Like many others, I have a process for bookmarking web pages to read later. My requirements for web page bookmarking are:
- Ability to bookmark pages must be available from all (within reason) platforms - PC/browser, mobile device, etc.
- Bookmarks must be centrally stored (implicit from #2) so that I can read the bookmarks from anywhere/any device
- Full text of web pages must be stored
Bonus features would be:
- Bookmarks and page content should be full text searchable
- Maintain an archive indefinitely
- Distinguish between what's read vs. unread
- Bookmarked page content is cleaned up, e.g. ads eliminated, unnecessary html removed, pages better formatted for reading
My current process (which addresses most of these requirements) is as follows:
- I set up a Gmail account with 2 labels, "Bookmarks Unread" and "Bookmarks Read"

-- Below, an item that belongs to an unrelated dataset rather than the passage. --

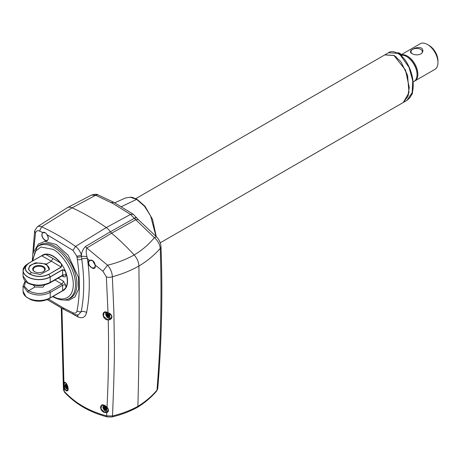 <?xml version="1.0" encoding="UTF-8"?>
<svg xmlns="http://www.w3.org/2000/svg" width="461" height="461" viewBox="0 0 461 461"><rect width="100%" height="100%" fill="white"/><g stroke="black" fill="none" stroke-linecap="round" stroke-linejoin="round"><path stroke-width="0.69" d="M156.873 237.254C159.31 239.853 160.682 242.999 160.993 246.693L160.993 246.693A5.682 3.221 178.1 0 1 160.244 248.37C154.274 255.233 147.157 261.128 138.905 266.043C138.721 262.084 137.142 258.391 134.163 254.956C126.107 259.462 117.238 262.879 107.551 265.202L86.801 248.001A4.547 2.495 59.2 0 1 85.498 246.52C83.02 249.015 81.66 251.948 81.413 255.319A9.854 5.688 -120 0 0 75.529 246.399A225.781 130.354 -120 0 0 58.564 235.559A225.781 130.354 -120 0 0 41.599 226.812L72.112 207.836L95.698 195.262L91.411 195.124C94.914 194.093 97.156 194.029 98.147 194.945L98.147 194.945A5.682 3.458 112.4 0 0 95.698 195.262L113.279 203.71L130.544 214.411L133.206 214.181L138.242 219.54L156.873 237.254A5.682 1.85 137.1 0 0 154.366 237.622C148.863 244.422 142.132 250.196 134.163 254.956A170.472 98.424 -120 0 0 111.585 233.208L110.335 231.797A11.364 6.563 -120 0 0 106.261 227.555A227.296 131.229 -120 0 0 89.186 216.647A227.296 131.229 -120 0 0 72.112 207.836A11.364 6.563 -120 0 0 67.421 207.64A11.364 6.563 -120 0 0 67.145 207.802L37.295 226.777L34.615 230.903L32.247 261.156L37.064 247.211L38.113 246.255A30.668 17.708 -120 0 1 55.239 246.462A30.668 17.708 -120 0 1 75.76 275.229A30.668 17.708 -120 0 1 68.545 298.964L67.191 299.396A30.363 17.53 -120 0 0 74.33 275.897A30.363 17.53 -120 0 0 54.018 247.419A30.363 17.53 -120 0 0 37.064 247.211M95.22 264.931L95.323 265.859L94.315 267.922L91.883 267.847C88.529 265.161 87.809 262.701 89.722 260.459L92.2 260.505L94.58 262.908M68.24 389.343L67.606 390.496L65.894 390.006L64.442 387.903L64.154 388.058C63.14 384.981 63.065 383.051 63.923 382.261C68.787 381.385 69.565 397.451 64.154 388.058L64.281 391.401A2.27 1.423 137.5 0 0 64.54 392.225L63.422 389.683L64.281 391.401C75.201 403.179 89.319 411.327 106.641 415.857L106.802 412.353L104.468 412.272L100.999 408.809L101.754 405.254L104.382 405.213L105.189 405.582M108.041 408.544L108.45 409.967L107.177 412.174C108.819 410.774 108.744 409.109 106.958 407.172C103.391 404.816 101.656 404.176 101.754 405.254M108.087 312.835L106.952 312.328L104.215 312.425L103.391 316.044L107.015 319.404L108.3 319.617L108.243 319.94C101.541 319.871 101.236 308.565 108.024 312.8L106.358 276.865L102.895 271.235L95.237 265.075C96.453 273.707 84.179 263.536 89.469 260.356L87.446 258.684C90.149 278.219 89.86 296.187 86.582 312.587C85.343 317.272 82.49 318.735 78.018 316.978L72.239 313.676M110.461 314.35L112.023 316.494L110.116 319.075L108.3 319.617M401.525 55.17A14.775 8.529 60 0 1 406.608 56.582A14.775 8.529 60 0 1 417.055 74.676A14.775 8.529 60 0 1 413.995 81.441L413.073 81.972M406.815 56.703A14.205 8.2 60 0 1 407.011 56.812A14.205 8.2 60 0 1 417.055 74.209L417.055 74.676M401.347 54.859A14.775 8.529 60 0 1 407.415 56.115A14.775 8.529 60 0 1 417.862 74.209A14.775 8.529 60 0 1 414.802 80.975A14.775 8.529 60 0 1 414.387 81.188M42.032 255.509A20.515 11.842 60 0 1 42.769 255.019A20.515 11.842 60 0 1 53.021 256.034A20.515 11.842 60 0 1 66.424 274.111A20.515 11.842 60 0 1 63.278 290.551A20.515 11.842 60 0 1 62.489 290.943M42.838 255.048A20.515 11.842 60 0 1 43.178 254.8M401.243 54.686L420.115 43.789A14.775 8.529 60 0 1 427.503 44.521L427.503 44.521A14.775 8.529 60 0 1 437.95 62.615A14.775 8.529 60 0 1 434.89 69.375L414.802 80.975M420.853 53.925C423.348 52.018 423.555 50.042 421.481 47.996C418.502 47.12 415.609 47.546 412.814 49.287L412.457 49.494C409.962 50.808 409.754 52.168 411.829 53.568C414.808 55.09 417.701 55.274 420.495 54.133L420.853 53.925A5.688 3.285 180 0 0 422.345 51.713A5.688 3.285 180 0 0 420.674 49.39A5.688 3.285 180 0 0 412.814 49.287M427.503 44.521L429.11 45.449A12.499 7.22 60 0 1 437.95 60.76L437.95 62.615M41.571 255.792L45.633 254.386L41.571 255.792L29.106 262.989C23.857 266.74 23.955 270.382 29.395 273.903C35.802 277.222 42.274 277.372 48.814 274.364L61.278 267.167L61.457 264.026M65.41 271.229L62.638 269.633L50.174 276.831A20.457 11.813 -120 0 0 48.814 274.364L61.169 267.057L51.344 261.185L52.946 258.448L45.633 254.386A20.238 11.681 60 0 1 52.998 256.281A20.238 11.681 60 0 1 60.362 262.891L60.604 262.689M64.016 290.061L48.814 298.82A20.457 11.813 -120 0 0 49.189 298.619A20.457 11.813 -120 0 0 50.174 297.927L62.638 290.73L65.756 288.16M412.272 53.804A5.688 3.285 180 0 1 410.964 51.713A5.688 3.285 180 0 1 412.457 49.494M66.309 384.382L66.695 385.125A1.135 0.657 60 0 1 66.903 385.667L67.024 386.266L65.894 387.234L67.202 386.502L67.865 386.681M67.49 387.932L67.594 387.545A1.135 0.657 -120 0 1 67.802 387.252L67.998 387.136M94.597 263.173L94.269 263.364L94.707 263.45M107.298 316.494L108.589 315.75L109.274 315.935L107.989 316.678L107.28 316.482L107.004 315.652A1.135 0.657 -120 0 0 106.791 315.111L106.456 314.529L107.741 313.785L108.076 314.367A1.135 0.657 60 0 1 108.289 314.909L108.589 315.75M108.877 317.174L108.98 316.793A1.135 0.657 -120 0 1 109.188 316.494L109.539 316.067L108.848 314.287L108.202 313.947A1.135 0.657 -120 0 1 107.989 313.86A1.135 0.657 -120 0 1 107.782 313.705L107.217 313.244M104.486 409.518L105.771 408.774L106.462 408.959L105.177 409.702L104.486 409.518L104.192 408.677A1.135 0.657 -120 0 0 103.979 408.135L103.644 407.553L104.929 406.809L105.264 407.391A1.135 0.657 60 0 1 105.477 407.933L105.771 408.774M106.065 410.198L106.168 409.817A1.135 0.657 -120 0 1 106.376 409.518L106.727 409.091L106.036 407.311L105.385 406.971A1.135 0.657 -120 0 1 105.177 406.884A1.135 0.657 -120 0 1 104.97 406.729L104.405 406.268M62.638 269.633L62.679 269.771C64.229 269.76 65.278 270.791 65.819 272.866A20.238 11.681 60 0 1 65.819 287.537L65.796 285.244L63.37 281.158L58.167 278.144M66.009 272.82L65.796 275.182A2.27 1.302 0.4 0 0 62.621 275.188L62.356 275.724L49.978 282.87A1.135 0.657 -120 0 0 50.209 282.351C42.712 285.929 35.209 286.033 27.712 282.668L23.05 275.949L23.05 270.474A15.91 9.185 0 0 0 32.869 278.957A15.91 9.185 0 0 0 50.209 276.969L50.174 276.831A15.858 9.157 180 0 1 28.749 277.361A15.858 9.157 180 0 1 25.995 265.081L23.05 270.474A15.91 9.185 0 0 1 23.586 268.106M61.993 275.932L63.37 276.646C64.834 277.251 65.646 276.761 65.796 275.182M46.446 264.009L35.606 262.776L29.688 265.68L28.605 269.61L31.475 272.653L40.199 274.543L49.292 269.668L46.446 264.009L51.344 261.185L41.674 255.803L29.106 262.989A20.457 11.813 -120 0 0 28.732 263.191L43.559 254.628M28.72 269.904A10.344 5.97 180 0 1 34.345 263.732A10.344 5.97 180 0 1 46.273 264.85A10.344 5.97 180 0 1 49.194 269.939M65.739 387.01L65.618 386.404A1.135 0.657 -120 0 0 65.404 385.869L65.053 385.033L65.744 384.048L66.396 384.462A1.135 0.657 -120 0 0 66.603 384.612A1.135 0.657 -120 0 0 66.816 384.705L67.047 384.762M43.386 271.627L43.386 271.627A6.258 3.613 0 0 0 43.386 266.521A6.258 3.613 0 0 0 34.535 266.521A6.258 3.613 0 0 0 34.535 271.627A6.258 3.613 0 0 0 43.386 271.627M34.748 271.742A5.688 3.285 180 0 1 33.273 269.535A5.688 3.285 180 0 1 34.938 267.213A5.688 3.285 180 0 1 41.138 266.504A5.688 3.285 180 0 1 44.648 269.535A5.688 3.285 180 0 1 43.173 271.742M33.296 285.094L34.938 287.03L42.982 287.151L44.642 284.921M130.204 197.222L125.461 198.005L130.204 197.222L136.669 199.365L144.529 206.286L150.632 215.955L155.962 236.286M160.232 242.814L403.231 102.515L407.783 96.631L409.259 87.527L405.467 70.032L393.994 55.516L384.756 54.911L135.811 198.633M409.259 87.434L405.547 70.084L394.011 55.522M403.312 102.469L408.976 92.753L407.599 75.391L400.822 61.607L394.155 55.424L384.831 54.865M135.643 218.191C136.865 217.079 136.416 217.131 134.301 218.341L154.366 237.622C157.858 240.728 159.817 244.307 160.244 248.37C161.869 295.835 160.78 343.111 156.982 390.19L157.743 388.623C161.713 341.33 162.796 294.02 160.993 246.693M46.947 234.655L46.93 234.626C49.575 237.403 47.765 242.803 44.988 240.412C41.818 237.53 41.046 234.903 42.677 232.534C44.175 231.825 45.587 232.523 46.93 234.626L72.942 250.358L75.529 246.399L106.261 227.555L130.544 214.411L134.301 218.341L110.335 231.797L85.498 246.52M102.895 271.235L107.551 265.202C110.582 268.78 112.179 272.635 112.357 276.761C121.952 274.162 130.803 270.59 138.905 266.043C139.464 313.336 139.13 360.104 137.902 406.348C145.238 401.848 151.6 396.466 156.982 390.19A2.27 1.446 40.5 0 1 156.74 390.934L157.743 388.623M73.979 314.5L64.01 309.487L63.186 307.862L73.005 312.8A3.411 2.149 -65.1 0 0 73.979 314.5L78.261 315.065L81.199 311.642C84.334 295.829 84.519 278.335 81.747 259.157A4.547 2.092 171.9 0 1 87.446 258.684L86.985 256.737C86.04 253.337 85.977 250.427 86.801 248.001L111.585 233.208L135.632 219.811L138.242 219.54M49.598 298.388L47.869 299.322M47.771 299.304L47.402 299.206M77.339 315.191A4.547 3.014 -63.3 0 1 78.018 316.978M106.358 276.865A5.682 3.233 177.4 0 0 112.357 276.761L113.873 311.918L114.414 346.856C114.391 368.414 113.354 395.521 112.496 415.966C121.635 413.799 130.106 410.59 137.902 406.348L137.413 407.351C129.564 411.621 121.053 414.831 111.873 416.975L107.28 416.928C89.849 412.37 75.598 404.141 64.54 392.225M396.155 56.997L396.045 56.691M34.252 250.945L38.494 244.019L44.59 241.472L56.236 244.514L68.142 255.25L78.428 277.326L78.698 288.909L74.982 296.89L68.966 300.22L62.552 299.961M73.005 312.8C75.149 313.641 76.491 312.99 77.022 310.858C79.984 295.397 80.099 278.271 77.367 259.48L76.958 256.973A3.411 1.492 170.2 0 0 81.464 256.472L81.413 255.319L76.797 256.195L76.958 256.973M63.186 307.862L48.445 299.028M64.442 387.903C63.543 384.998 63.474 383.166 64.229 382.394L63.923 382.261L61.924 308.374M107.015 407.138L107.015 407.138C109.078 409.599 108.998 411.443 106.779 412.67C103.304 412.9 101.178 411.068 100.406 407.184C101.432 404.141 103.633 404.124 107.015 407.138C108.485 378.268 108.894 349.196 108.243 319.94C113.285 319.686 112.997 314.079 108.024 312.8M107.28 416.928A2.27 1.118 104.4 0 1 106.641 415.857L112.496 415.966A2.27 1.072 76.8 0 1 111.873 416.975M94.315 267.922C95.006 267.812 95.283 266.844 95.156 265.023C93.681 260.793 91.872 259.272 89.711 260.465L89.469 260.356C92.39 259.687 94.315 261.26 95.237 265.075L95.208 264.942M86.985 256.737A4.547 1.331 3.2 0 0 81.464 256.472L81.747 259.157A3.411 1.579 -8.4 0 1 77.367 259.48M37.295 226.777A9.854 5.688 -120 0 1 41.599 226.812L39.531 231.065L42.948 232.638L45.276 232.799L45.927 233.312M67.606 390.496C68.119 391.02 68.216 389.787 67.905 386.802C67.012 384.468 66.015 383.01 64.926 382.434L65.145 382.469M63.676 290.303A20.515 11.842 60 0 1 63.295 290.476M67.294 388.041L65.917 387.246M94.793 263.692L94.442 263.6M94.269 263.364L94.142 262.758A1.135 0.657 -120 0 0 93.935 262.217L93.646 261.612M106.456 314.529L107.131 313.296M108.681 317.289L107.989 316.678M103.644 407.553L104.319 406.32M105.869 410.313L105.177 409.702M66.257 384.336L65.56 384.739M67.871 386.698L66.603 387.43M107.644 313.584L106.946 313.987M109.274 315.935L109.574 316.194M104.831 406.608L104.134 407.011M106.462 408.959L106.762 409.224M52.946 258.448L60.362 262.891C61.745 264.418 62.01 265.807 61.169 267.057L61.278 267.167M23.586 293.703A15.858 9.157 0 0 0 25.995 296.728A15.858 9.157 0 0 0 27.746 297.927A15.858 9.157 0 0 0 50.174 297.927L62.679 290.637L66.119 287.606M25.222 281.014L23.05 285.86L27.712 292.13C35.209 295.887 42.712 295.991 50.209 292.447L50.209 297.835A15.91 9.185 180 0 1 27.712 297.835A15.91 9.185 180 0 1 23.05 291.335L25.995 296.728L30.737 299.638C36.552 301.828 42.308 301.701 48.013 299.247L39.473 301.194L30.737 299.638L29.395 298.953M48.71 274.255C42.239 277.234 35.837 277.078 29.498 273.794L31.475 272.653M29.216 263C24.024 266.712 24.116 270.313 29.498 273.794L29.395 273.903M62.638 290.73L62.621 285.284A2.27 1.325 179.6 0 1 65.796 285.244M63.37 276.646A2.27 1.314 117.4 0 0 62.898 275.597M63.37 281.158A2.27 1.245 -60 0 1 61.762 283.947L54.94 280.006M49.431 291.07A1.135 0.657 -120 0 1 50.209 292.447L62.621 285.284L61.762 283.947L49.431 291.07C42.452 294.36 35.48 294.251 28.513 290.741L34.938 287.03M28.513 283.129L27.712 282.668L27.937 283.187C27.222 282.766 23.534 280.789 23.05 275.949M25.568 281.366L24.387 286.356L28.513 290.741L27.712 292.13M401.929 56.305A3.181 1.838 -120 0 0 399.791 53.28M49.315 298.549A4.443 2.564 60 0 1 48.993 298.803A4.443 2.564 60 0 1 48.532 298.982M397.273 52.882A3.867 2.23 60 0 1 399.053 53.148A3.867 2.23 60 0 1 401.226 55.648M399.791 54.456A3.867 2.23 -120 0 0 398.575 53.424A3.867 2.23 -120 0 0 397.647 53.078M412.215 92.77A3.867 2.23 60 0 1 411.466 94.891L412.474 93.474L412.474 91.802M48.29 238.377A4.443 2.564 60 0 1 47.385 240.348A4.443 2.564 60 0 1 45.149 240.135A4.443 2.564 60 0 1 42.003 234.689A4.443 2.564 60 0 1 42.936 232.649A4.443 2.564 60 0 1 42.948 232.638C44.59 232.171 45.904 232.845 46.901 234.666C48.474 237.346 48.63 239.236 47.385 240.348M105.863 312.132L105.713 314.863L107.194 317.445L108.226 318.263L110.871 318.413A4.149 2.397 -120 0 0 111.729 316.511A4.149 2.397 -120 0 0 111.643 315.652M121.433 206.62L136.669 199.365M111.262 202.615L113.844 202.35L98.147 194.945M388.514 52.738L397.768 53.332L400.425 55.222L408.999 67.294L412.768 80.836L412.146 92.655L407.011 100.337L403.392 102.423M400.425 55.222L400.736 55.389M33.29 253.268L35.549 232.949L34.615 230.903M35.549 232.949C36.102 230.886 37.427 230.258 39.531 231.065M76.797 256.195L72.942 250.358M77.022 310.858A3.411 2.317 11 0 0 81.199 311.642A4.547 3.066 -168.3 0 1 86.582 312.587M412.486 92.436A3.181 1.838 -120 0 0 412.445 91.912M32.743 260.874L35.186 251.337L40.908 247.004L53.021 249.361C58.956 251.85 73.028 267 73.311 284.495C73.028 301.673 58.956 300.572 53.021 296.21M68.222 388.577L66.603 388.496L66.067 383.35M95.116 264.839L93.018 260.863M107.989 312.823C110.519 313.411 110.519 320.078 107.989 317.744C105.46 317.156 105.46 310.489 107.989 312.823M105.177 405.847C107.707 406.435 107.707 413.102 105.177 410.768C102.647 410.181 102.647 403.513 105.177 405.847M62.679 269.771L50.209 276.969L50.209 282.351L62.621 275.188L62.679 269.771M65.07 385.287L66.355 384.543M108.41 315.508L107.125 316.252M105.598 408.538L104.313 409.276M66.695 385.125L65.404 385.869M108.076 314.367L106.791 315.111M105.264 407.391L103.979 408.135M66.903 385.667L65.618 386.404M108.289 314.909L107.004 315.652M105.477 407.933L104.192 408.677M407.011 56.812L406.608 56.582M125.461 198.005L114.662 202.788M130.538 197.164L132.526 197.469L136.911 199.198L145.002 206.251L152.522 219.292L156.262 236.602M133.206 214.181L113.844 202.35M384.918 54.819L388.531 52.727C391.216 50.635 395.279 51.453 400.701 55.187C404.303 58.616 406.469 60.869 410.008 69.087C412.29 75.074 413.35 80.727 413.194 86.034C413.096 90.852 411.961 94.782 409.789 97.83L407.011 100.337M91.411 195.124L67.421 207.64M47.201 299.621L64.01 309.487M137.447 407.334C144.858 402.787 151.289 397.324 156.74 390.934M63.422 389.683L61.261 308.017M408.377 94.793L408.734 95.024M49.298 298.555L48.993 298.803M110.121 319.07L110.116 319.075C113.285 318.004 111.706 314.339 108.018 312.881C105.506 311.993 104.238 311.843 104.215 312.425M401.98 56.357L399.624 53.09L397.123 52.957M52.71 296.59L53.378 296.988C61.359 301.229 65.871 299.915 67.191 299.396M64.822 382.394L64.148 384.601L64.897 386.975L66.839 389.021L68.17 389.453M95.202 265.271L92.673 260.799M103.149 404.983L102.901 407.887L104.382 410.469L105.413 411.287L108.053 411.437M28.732 263.191L25.995 265.081M62.852 275.569L62.356 275.724M23.05 285.86L23.05 291.335M49.978 282.87C42.637 286.402 35.295 286.506 27.954 283.192"/></g></svg>

- Gmail filters set up such that depending on the form of the address (using Gmail's '+string' functionality in addresses), the incoming bookmark gets labeled appropriately
- On each of my browsers/devices, I have an address book entry for MyGmailAccount+BookmarksUnread@gmail.com and MyGmailAccount+BookmarksRead@gmail.com.
- If I want to clean up the page content, I use the Readability bookmarklet which does a great job of giving me the essential content only
- Anywhere I have Firefox, I use the Send Page by Email extension which, with 2 clicks, allows me to send the cleaned-up Readability page URL and content to one of the above email addresses.
- Where I don't have Firefox (e.g. iPhone or other mobile device) I use the native ability to send the current link via email (most/all apps have them, including the browser, RSS readers, NYTimes, etc.). In most cases (unless it's built into the particular app), this won't include the page body.
The process is almost perfect. I've got the central access and ubiquitous access of Gmail as the storage mechanism, full text searchability (due to Gmail, but of course only for the URLs I send from that Firefox extension), a cleaned up page due to Readability, ability to read offline (assuming I use an IMAP client against Gmail) and permanent archiving of content, including what's been read vs. unread.
The missing pieces are:
- The Send Page by Email Firefox extension seems to only send X bytes of a web page. Or some portion. UPDATE: I was incorrect. The limitation is that sendemail.exe (which the extension uses to send the email has a 16k limit on the body text passed in.)
- Where I don't have Firefox, I can only send the link, so no full text search at all in those cases.
Instapaper looks interesting because it does page clean-up, but it's not clear to me that it actually stores the page content or is full text searchable. In addition, they state in their FAQ that their storage isn't mean to be long term.
Thoughts on addressing the gaps and improving this process further?